Professor Miles: David Miles,
Ms Rosewell: Bridget Rosewell,
Volterra Consulting and the Greater London Authority.
Q2 Chairman: I want to start on the
uncertainty issue. We have had evidence from the inflation report
hearing with the Governor of the Bank of England about the uncertainties,
and he was saying that they are "genuinely uncertain as to
how price setting in the economy will respond to large movements
in certain costs, such as energy prices". Would you say that
the economic outlook, both for inflation and GDP growth, are more
uncertain at the moment than at the time of the Budget?
Dr Weale: I would be reluctant
to say that. I think that at the time of the Budget things were
happening to fuel prices. Basically, the oil price has gone up
and gone down. We have had and still have considerable uncertainty
about migration flows, but that is not a new problem. It is very
difficult to make a good case that the situation is particularly
uncertain at the moment. On the other hand it is a comment you
often hear from economic forecasters, so it is probably true.
Q3 Chairman: Does the Pre-Budget
Report adequately reflect the current uncertainty, do you think?
Ms Rosewell: I was going to say
that there is one additional piece of uncertainty which I think
probably has increased in importance since the Budget and that
is around the international economy and the state of the US economy
in particular. At the time of the Budget it looked like the US
economy was slowing. I think that the potential for a much stronger
downturn in that economy has probably increased since then, although
we are still by no means certain about it. It is that international
bit that I would want to draw attention to.
Q4 Chairman: In his response to a
question from my colleague Jim Cousins, Charlie Bean said that
it is important that "we continue to see a subdued pay growth
going forward over next year to avoid, essentially, labour pricing
itself out of jobs". The Bank of England has suggested that
labour may be pricing itself out of jobs. Do you agree with that
and, if so, is there anything the Government can do about it?
Dr Weale: I would say that no,
we are not seeing strong upward pressure, that the mechanism for
dealing with labour pricing itself out of jobs is the interest
rate mechanism that the Bank of England use so, although in the
long term, of course, the Government has very successfully pursued
policies to improve the labour supply side, in the short term
it is a Bank of England issue and not a Government issue.

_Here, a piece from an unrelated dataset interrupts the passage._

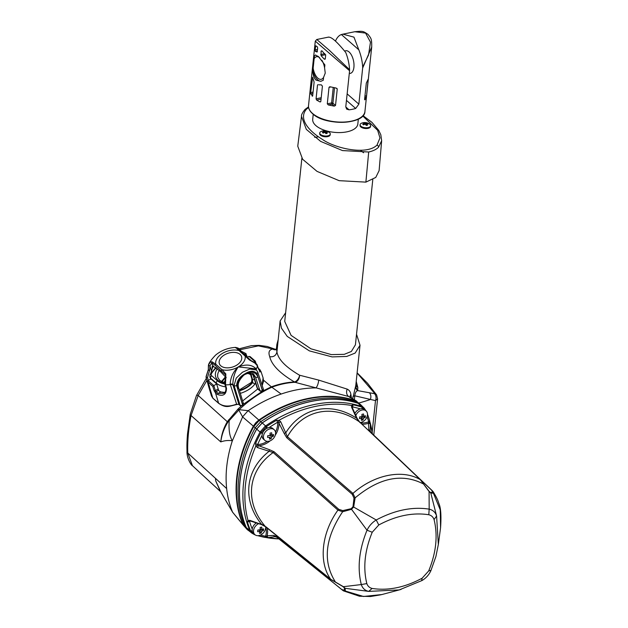 <?xml version="1.0" encoding="UTF-8"?>
<svg xmlns="http://www.w3.org/2000/svg" width="628" height="628" viewBox="0 0 628 628"><rect width="100%" height="100%" fill="white"/><g stroke="black" fill="none" stroke-linecap="round" stroke-linejoin="round"><path stroke-width="0.94" d="M365.881 182.128L375.756 177.434L379.108 170.651L381.651 140.735L378.543 147.227C376.415 149.386 373.134 150.979 368.699 152.007L342.488 150.571L320.61 141.371L306.323 129.368L301.487 116.392L297.758 146.183L302.625 159.269L317.046 171.389L339.136 180.668L365.881 182.128L368.699 152.007M308.607 107.482L306.48 109.154C298.316 118.511 308.152 130.569 322.211 139.275C334.441 148.177 366.477 155.658 376.996 145.092L379.979 137.924L377.648 130.31L362.749 115.952M327.533 131.77A8.219 5.432 -67.5 0 0 327.125 131.456A8.337 6.696 119.1 0 0 325.461 131.385A8.337 4.71 -91.4 0 0 324.354 130.907A8.219 7.159 84.2 0 0 323.059 131.166A8.337 3.336 69.3 0 1 324.032 131.676A8.337 6.696 119.1 0 0 322.368 132.429A8.219 1.546 53.1 0 1 322.745 132.751A8.219 1.546 53.1 0 1 323.145 133.112A8.337 5.33 -39.4 0 1 324.888 132.429A8.337 3.336 69.3 0 1 325.916 133.67A8.219 3.273 -25.7 0 1 327.212 133.403A8.337 4.71 -91.4 0 0 326.317 132.139A8.337 5.33 -39.4 0 1 327.902 132.139A8.219 5.432 -67.5 0 0 327.533 131.77M320.484 134.416A5.291 2.504 -174 0 1 319.746 132.94A5.291 2.504 -174 0 1 321.198 131.44A8.36 8.36 0 0 1 329.158 132.28A5.291 2.504 -174 0 1 329.527 132.571A5.291 2.504 -174 0 1 330.273 134.047A5.291 2.504 -174 0 1 326.285 136.033A5.291 2.504 -174 0 1 320.484 134.416M330.273 134.047L330.195 134.792A5.291 2.504 -174 0 1 326.207 136.778A5.291 2.504 -174 0 1 320.406 135.161A5.291 2.504 -174 0 1 319.668 133.686L319.746 132.94M367.898 123.52A8.219 5.432 -67.5 0 0 367.49 123.206A8.337 6.696 119.1 0 0 365.818 123.135A8.337 4.71 -91.4 0 0 364.719 122.648A8.219 7.159 84.2 0 0 363.424 122.915A8.337 3.336 69.3 0 1 364.397 123.426A8.337 6.696 119.1 0 0 362.725 124.179A8.219 1.546 53.1 0 1 363.102 124.501A8.219 1.546 53.1 0 1 363.502 124.862A8.337 5.33 -39.4 0 1 365.253 124.179A8.337 3.336 69.3 0 1 366.273 125.419A8.219 3.273 -25.7 0 1 367.576 125.153A8.337 4.71 -91.4 0 0 366.681 123.889A8.337 5.33 -39.4 0 1 368.267 123.889A8.219 5.432 -67.5 0 0 367.898 123.52M360.849 126.165A5.291 2.504 -174 0 1 360.103 124.689A5.291 2.504 -174 0 1 361.563 123.19A8.36 8.36 0 0 1 369.523 124.03A5.291 2.504 -174 0 1 369.892 124.313A5.291 2.504 -174 0 1 370.638 125.796A5.291 2.504 -174 0 1 366.65 127.782A5.291 2.504 -174 0 1 360.849 126.165M370.638 125.796L370.559 126.542A5.291 2.504 -174 0 1 366.571 128.528A5.291 2.504 -174 0 1 360.77 126.911A5.291 2.504 -174 0 1 360.025 125.435L360.103 124.689M313.231 114.257L312.705 119.289A22.686 10.723 6 0 0 323.648 129.949A22.686 10.723 6 0 0 346.884 131.841A22.686 10.723 6 0 0 357.827 124.03L358.345 119.1M372.789 179.6L355.424 344.803L351.366 351.46L344.285 354.333L331.388 354.608L310.962 348.823L291.094 335.376L284.719 321.442L301.872 158.28M314.659 137.328L318.49 136.857M360.511 150.367L363.565 152.761M265.636 526.806A7.089 5.189 -48.8 0 1 265.636 528.101A7.089 5.189 -48.8 0 1 261.35 534.577A7.089 5.189 -48.8 0 1 254.913 534.671A7.089 5.189 -48.8 0 1 253.531 530.582A7.089 5.189 -48.8 0 1 258.822 523.579M254.913 534.671L253.555 533.486A7.089 5.189 -48.8 0 1 252.173 529.388A7.089 5.189 -48.8 0 1 252.221 529.059A7.089 5.189 -48.8 0 1 256.609 522.834M263.579 529.687A10.598 8.384 -127.8 0 0 263.627 528.839A10.786 3.65 -179.9 0 1 261.868 529.396A10.786 6.578 -108.4 0 0 261.758 527.12A10.598 0.455 169.8 0 1 260.141 527.449A10.786 3.839 84.2 0 1 260.102 529.757A10.786 3.65 -179.9 0 1 257.825 530.024A10.598 0.62 94.2 0 1 257.739 530.88A10.598 0.62 94.2 0 1 257.653 531.688A10.786 6.39 12.9 0 0 259.914 531.571A10.786 3.839 84.2 0 1 259.521 533.408A10.598 8.219 32.1 0 0 261.13 533.078A10.786 6.578 -108.4 0 0 261.68 531.21A10.786 6.39 12.9 0 0 263.454 530.503A10.598 8.384 -127.8 0 0 263.579 529.687M355.762 415.689A7.089 5.189 -48.8 0 1 366.069 410.9A7.089 5.189 -48.8 0 1 367.451 414.99A7.089 5.189 -48.8 0 1 360.189 422.534M354.789 413.624A7.089 5.189 -48.8 0 1 360.37 408.906A7.089 5.189 -48.8 0 1 364.711 409.707L366.069 410.9M365.386 416.576A10.598 8.384 -127.8 0 0 365.433 415.728A10.786 3.65 -179.9 0 1 363.675 416.285A10.786 6.578 -108.4 0 0 363.565 414.009A10.598 0.455 169.8 0 1 361.956 414.339A10.786 3.839 84.2 0 1 361.909 416.647A10.786 3.65 -179.9 0 1 359.632 416.914A10.598 0.62 94.2 0 1 359.546 417.769A10.598 0.62 94.2 0 1 359.459 418.578A10.786 6.39 12.9 0 0 361.72 418.46A10.786 3.839 84.2 0 1 361.328 420.297A10.598 8.219 32.1 0 0 362.945 419.967A10.786 6.578 -108.4 0 0 363.486 418.099A10.786 6.39 12.9 0 0 365.261 417.392A10.598 8.384 -127.8 0 0 365.386 416.576M263.446 436.256A7.089 5.189 -48.8 0 1 267.732 429.78A7.089 5.189 -48.8 0 1 274.169 429.685A7.089 5.189 -48.8 0 1 275.551 433.783A7.089 5.189 -48.8 0 1 271.265 440.252A7.089 5.189 -48.8 0 1 264.828 440.354A7.089 5.189 -48.8 0 1 263.446 436.256M264.828 440.354L263.47 439.16A7.089 5.189 -48.8 0 1 262.064 435.392A7.089 5.189 -48.8 0 1 262.088 435.071A7.089 5.189 -48.8 0 1 269.114 427.558A7.089 5.189 -48.8 0 1 272.819 428.5L274.169 429.685M273.494 435.361A10.598 8.384 -127.8 0 0 273.541 434.521A10.786 3.65 -179.9 0 1 271.783 435.078A10.786 6.578 -108.4 0 0 271.673 432.794A10.598 0.455 169.8 0 1 270.056 433.124A10.786 3.839 84.2 0 1 270.016 435.44A10.786 3.65 -179.9 0 1 267.74 435.706A10.598 0.62 94.2 0 1 267.654 436.554A10.598 0.62 94.2 0 1 267.567 437.363A10.786 6.39 12.9 0 0 269.828 437.245A10.786 3.839 84.2 0 1 269.428 439.082A10.598 8.219 32.1 0 0 271.045 438.752A10.786 6.578 -108.4 0 0 271.594 436.884A10.786 6.39 12.9 0 0 273.368 436.177A10.598 8.384 -127.8 0 0 273.494 435.361M213.434 365.959A21.799 13.557 -17.4 0 0 212.115 368.974L212.076 366.776L212.688 365.849L220.412 371.493L226.245 377.726M220.821 365.826A11.657 7.246 -17.4 0 0 236.418 365.339A11.657 7.246 -17.4 0 0 240.077 354.396A11.657 7.246 -17.4 0 0 224.479 354.883A11.657 7.246 -17.4 0 0 220.821 365.826M255.219 427.801L253.775 426.53A124.744 91.35 131.2 0 0 237.101 478.269A124.744 91.35 131.2 0 0 243.397 525.306L244.849 526.452C238.93 512.448 236.866 496.811 238.64 479.525C240.524 462.137 246.05 444.891 255.219 427.801L260.738 421.671C276.791 410.806 293.245 403.631 310.091 400.146C327.015 396.739 342.598 397.367 356.845 402.022L355.519 400.735A124.744 91.35 131.2 0 0 259.286 420.407L258.846 420.046A124.682 91.311 -48.8 0 1 308.152 398.442A124.682 91.311 -48.8 0 1 354.985 400.389L348.799 396.535L295.003 382.295C287.389 382.664 279.664 384.305 271.838 387.217L271.846 387.225C260.094 392.657 249.19 400.146 239.127 409.699L227.972 422C224.11 428.155 221.715 434.749 220.805 441.79C221.449 434.67 223.623 427.974 227.305 421.702L238.177 408.899L239.127 409.699L248.225 410.688L258.846 420.046L255.753 422.762L253.359 426.145L242.612 416.921L238.813 410.005A5.676 0.612 -135.7 0 1 237.753 409.307M352.693 398.702L355.786 385.49L360.025 345.251L355.158 353.069L346.703 356.453L332.11 356.9L309.345 350.871L287.255 336.412L281.446 328.146L280.119 320.994L285.638 312.744M263.116 390.867L271.351 386.832C279.209 383.959 286.918 382.334 294.477 381.95A5.676 3.203 119.6 0 0 294.728 381.879A5.676 3.203 119.6 0 0 299.58 375.214L318.757 380.121L347.237 389.132C349.278 390.129 350.487 391.888 350.879 394.4L351.445 397.932M356.531 334.261L360.025 345.251M361.877 405.892L358.274 403.27A124.682 91.311 131.2 0 0 311.441 401.331A124.682 91.311 131.2 0 0 262.135 422.927L256.648 429.026A124.682 91.311 131.2 0 0 246.278 527.708L249.497 531.264M254.277 534.538A5.676 4.058 -69.5 0 0 254.513 534.64L252.001 533.227L249.74 530.275L246.333 527.614A124.548 91.217 -48.8 0 1 240.069 480.695A124.548 91.217 -48.8 0 1 256.687 429.097L262.214 422.966L265.589 425.917A124.328 91.052 -48.8 0 1 361.273 406.355L364.146 408.106L366.257 411.199M369.57 420.477L370.332 424.489L370.214 430.769L370.889 432.378M255.109 534.836A1.892 1.232 -71.6 0 1 254.992 534.813A5.676 3.69 108.4 0 1 254.952 534.797L255.141 534.86A124.109 90.895 -48.8 0 1 254.992 534.813L250.611 530.77A124.109 90.895 -48.8 0 1 247.354 521.695L248.021 520.479A123.575 90.495 131.2 0 1 245.501 484.549A123.575 90.495 131.2 0 1 255.855 445.998L257.653 445.189L258.658 445.692A1.892 0.652 114.1 0 0 257.449 447.568L255.855 445.998L255.565 443.572A124.109 90.895 -48.8 0 1 260.918 432.731L266.358 426.687A124.109 90.895 -48.8 0 1 276.524 420.289L278.965 420.313L280.7 421.726A1.892 0.667 149.3 0 0 278.958 423.139L278.345 422.189L277.623 422.275A122.295 89.561 131.2 0 0 269.114 427.558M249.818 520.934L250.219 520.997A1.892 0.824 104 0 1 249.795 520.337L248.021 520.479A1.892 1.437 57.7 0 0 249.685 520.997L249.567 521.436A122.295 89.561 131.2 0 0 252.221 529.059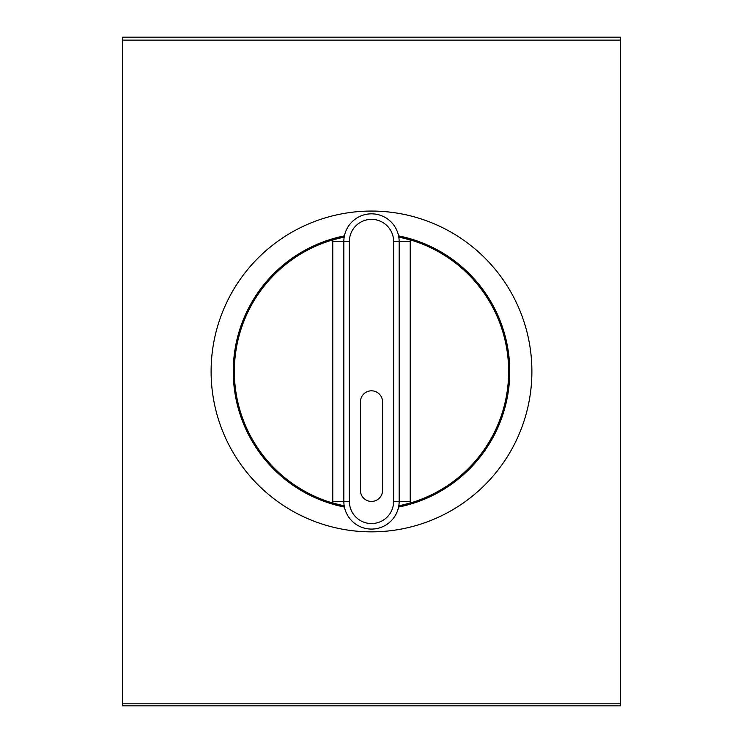 <?xml version="1.0" encoding="UTF-8"?>
<svg xmlns="http://www.w3.org/2000/svg" width="743" height="743" viewBox="0 0 743 743"><rect width="100%" height="100%" fill="white"/><g stroke="black" fill="none" stroke-linecap="round" stroke-linejoin="round"><path stroke-width="1.11" d="M122.614 40.113L122.614 705.85L620.386 705.85L620.386 37.15L122.614 37.15L122.614 40.113L620.386 40.113M122.614 703.807L620.386 703.807M382.561 490.371L382.561 401.879A11.061 11.061 0 0 0 371.5 390.818A11.061 11.061 0 0 0 360.439 401.879L360.439 490.371A11.061 11.061 0 0 0 371.5 501.432A11.061 11.061 0 0 0 382.561 490.371M343.842 241.484L343.842 501.432A27.658 27.658 0 0 0 371.5 529.081A27.658 27.658 0 0 0 399.158 501.432L399.158 241.484A27.658 27.658 0 0 0 371.5 213.826A27.658 27.658 0 0 0 343.842 241.484L332.78 241.484L332.78 501.432L349.377 501.432L349.377 241.484L343.842 241.484M332.78 501.432A38.72 38.72 0 0 0 332.818 503.057L344.204 505.881A137.167 137.167 0 0 1 343.554 237.175M344.204 237.036L332.818 239.859A38.72 38.72 0 0 0 332.78 241.484M349.377 241.484A22.123 22.123 0 0 1 371.5 219.361A22.123 22.123 0 0 1 393.623 241.484L399.158 241.484L399.158 501.432L393.623 501.432A22.123 22.123 0 0 1 371.5 523.555A22.123 22.123 0 0 1 349.377 501.432M399.158 501.432L410.22 501.432L410.22 241.484A38.72 38.72 0 0 0 410.182 239.859L398.796 237.036A137.167 137.167 0 0 1 399.446 505.742M398.796 505.881L410.182 503.057A38.72 38.72 0 0 0 410.22 501.432M371.5 531.849A160.395 160.395 0 0 0 510.404 291.256A160.395 160.395 0 0 0 232.596 291.256A160.395 160.395 0 0 0 371.5 531.849M398.573 507.051A138.272 138.272 0 0 0 398.573 235.865M344.427 235.865A138.272 138.272 0 0 0 344.427 507.051M393.623 241.484L393.623 501.432M410.22 241.484L399.158 241.484"/></g></svg>

Q5 Chairman: Anyone else on that
Professor Miles: I think the Government's
role here is to try to foster productivity growth and there is
a whole agenda about education, plus many of the special reports
that came out at the time of the Budget, to try and increase labour
productivity in the UK. This is one of the ways of stopping labour
pricing itself out of jobs. The evidence on the success of that
still remains perhaps a little bit patchy. I do not think there
is overwhelming evidence that labour productivity growth has increased
very much in the UK unfortunately.
Q6 Angela Eagle: What do you think
is going on in the labour market because we have had an increase
in unemployment but also an increase in overall levels of employment?
Can you comment on how you think that is contributing or not to
the stability that we have seen in the economy?
Ms Rosewell: One of the difficulties
is that we do not really know how big the labour force is. It
is obviously particularly an issue in London where many of the
migrants, first any rate, appear; they may move on to other places
afterwards. One of the things that I recently discovered in trying
to delve into this is the limited amount of information on which
our estimates of migration are based, and indeed the self-assessment
that is required. "Are you planning to stay more than a year?",
is what we ask people, and on that basis we estimate what the
migration numbers are. It seems to me on this basis that assessing
the size of the labour force has become increasingly problematic,
as indeed the Bank have recognised, and therefore understanding
either what is happening to productivity, employment or unemployment
is quite difficult. It would not be therefore any surprise that
if you have got much larger numbers of new people entering the
labour force you might simultaneously get rising employment and
rising unemployment, depending on the particular locality that
you are looking at.
Q7 Angela Eagle: Does that have any
implications for policy? Should we be trying to get a better handle
on the size of the labour market? Clearly, Government policy has
been to increase the size of the labour market, including getting
people of working age who have been economically inactive back
to work, and there are still programmes that are designed to do
that, particularly Pathways to Work, to get those that are inactive
on incapacity benefit.
Ms Rosewell: The implication of
the conclusion that there are more people entering the labour
market than we thought, but that these are not necessarily people
who are on benefit, is that it actually makes those programmes
probably more difficult to deliver because there are more other
people chasing the positions at any individual point in time.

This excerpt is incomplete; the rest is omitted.